Records for this task —
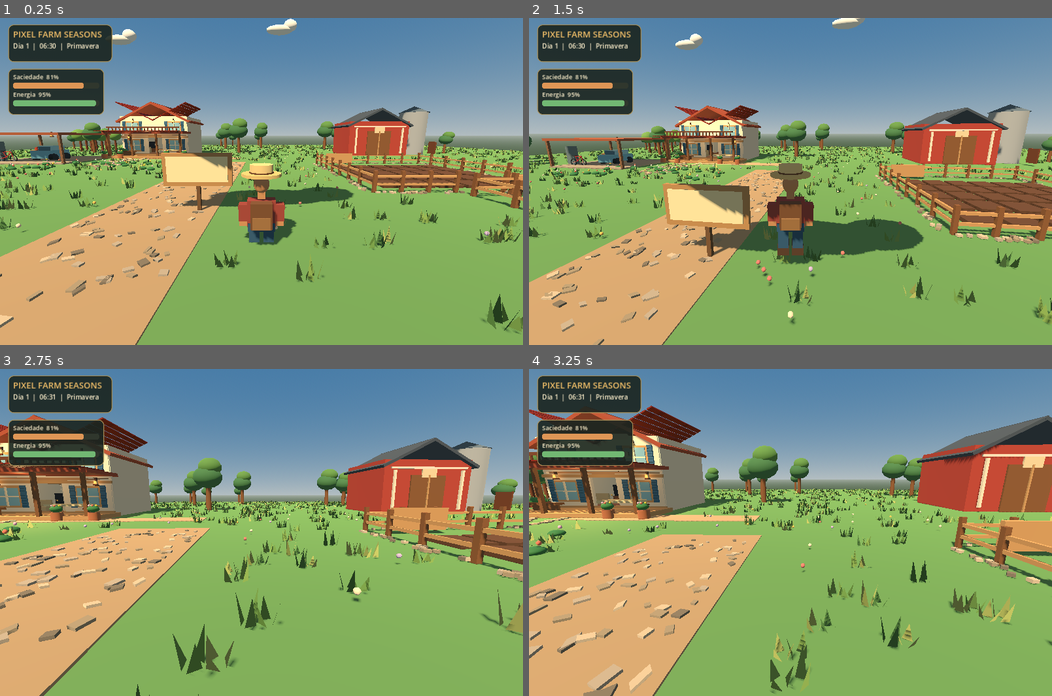
Above: before the commit, frames 1-4 (two rows, left to right).
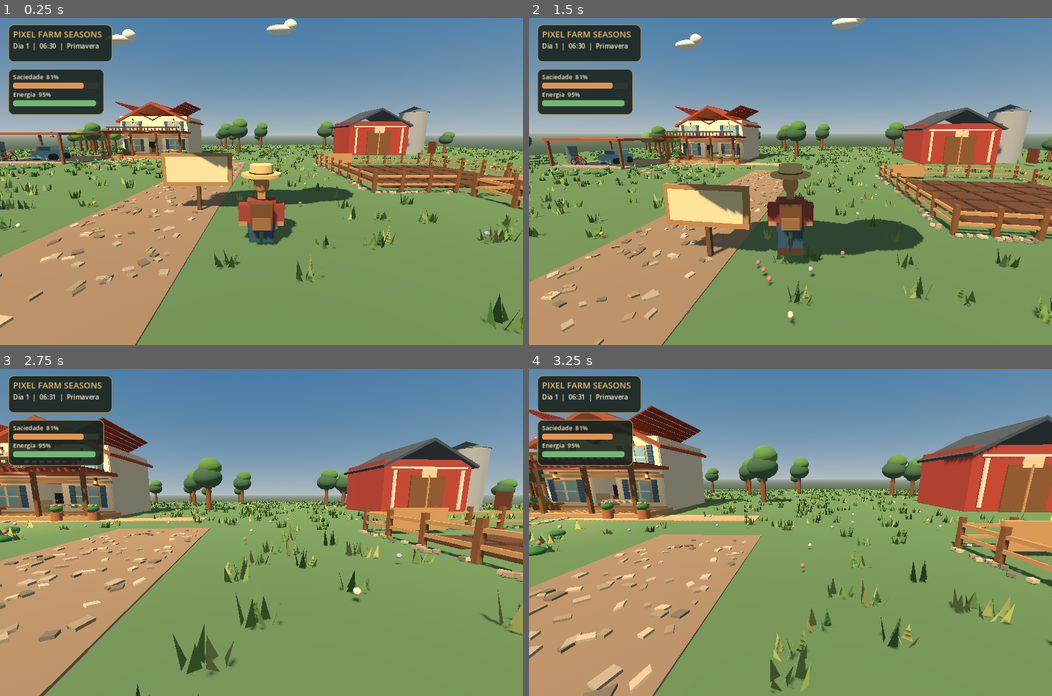
Above: after the commit, the same moments.

Repository: juniordev830/pixel-farm-seasons
Game: Godot game, scene res://scenes/farm_world.tscn
The game is run twice, just before and just after one commit, with the same random seed, the same clock (stepped at 60 frames per second) and the same inputs.
Inputs (mouse positions are in pixels of both pictures, inside the frame that each line leads up to):
- Up to frame 1 (0.25 s): no input
- Up to frame 2 (1.5 s): tap Enter (ui_accept) at 0.5 s; move the mouse to (816, 181) at 0.52 s; hold Ctrl (crouch) 0.53-1.28 s; hold W (move_forward) from 0.53 s (still down); tap Space (jump) at 0.77 s; move the mouse to (764, 181) at 1.27 s; tap Shift (sprint) at 1.35 s
- Up to frame 3 (2.75 s): keep holding W (move_forward); tap Space (jump) at 1.52 s; move the mouse to (271, 525) at 2.02 s; hold V (toggle_camera) from 2.03 s (still down)
- Up to frame 4 (3.25 s): keep holding W (move_forward); move the mouse to (785, 539) at 2.77 s; release V (toggle_camera) at 2.78 s; tap F at 2.85 s; tap Space (jump) at 3.02 s

The runs differ from the first frame. In frame 1, 28% of the frame differs, in the area x 0-100%, y 38-100%; in frame 2, 26%; in frame 3, 35%; in frame 4, 38%, in the area x 0-100%, y 36-100%.

Commit message:
fix(visual): tune landscape palette to softer earthy farmland hues

Diff:
--- a/godot/scripts/farm_world.gd
+++ b/godot/scripts/farm_world.gd
@@ -3,14 +3,14 @@
 ## Os modelos sao temporarios: substitua-os por GLB/GLTF mantendo as posicoes.
 ## A cena respeita o controlador existente em scripts/farmer_controller.gd.
 
-const GRASS := Color("#6c9f5c")
-const GRASS_LIGHT := Color("#84ae67")
+const GRASS := Color("#64895b")
+const GRASS_LIGHT := Color("#759962")
 const WOOD := Color("#875b38")
 const WOOD_LIGHT := Color("#c79964")
 const SOIL := Color("#654631")
 const CREAM := Color("#f5e4c2")
 const ROOF := Color("#a9533a")
-const LEAVES := Color("#4e8151")
+const LEAVES := Color("#4a7050")
 const SKY := Color("#b4d5ed")
 
 var rng := RandomNumberGenerator.new()
@@ -131,7 +131,7 @@
     _box("Terreno principal", Vector3(0, -0.18, 0), Vector3(100, 0.35, 100), GRASS, true)
 
     # Caminho de terra saindo do portao e levando ao casarao.
-    _box("Estrada da fazenda", Vector3(-4, 0.015, 17), Vector3(4.5, 0.035, 40), Color("#b79b75"))
+    _box("Estrada da fazenda", Vector3(-4, 0.015, 17), Vector3(4.5, 0.035, 40), Color("#9d866c"))
     _box("Caminho ate a varanda", Vector3(-9, 0.022, -7.5), Vector3(12.5, 0.04, 2.1), Color("#c3a57d"))
     for i in range(26):
         var x := rng.randf_range(-45.0, 45.0)

Task objective —
Each line above where the word "Caminho" occurs should be returned in full.

Worked solution —
     # Caminho de terra saindo do portao e levando ao casarao.
     _box("Caminho ate a varanda", Vector3(-9, 0.022, -7.5), Vector3(12.5, 0.04, 2.1), Color("#c3a57d"))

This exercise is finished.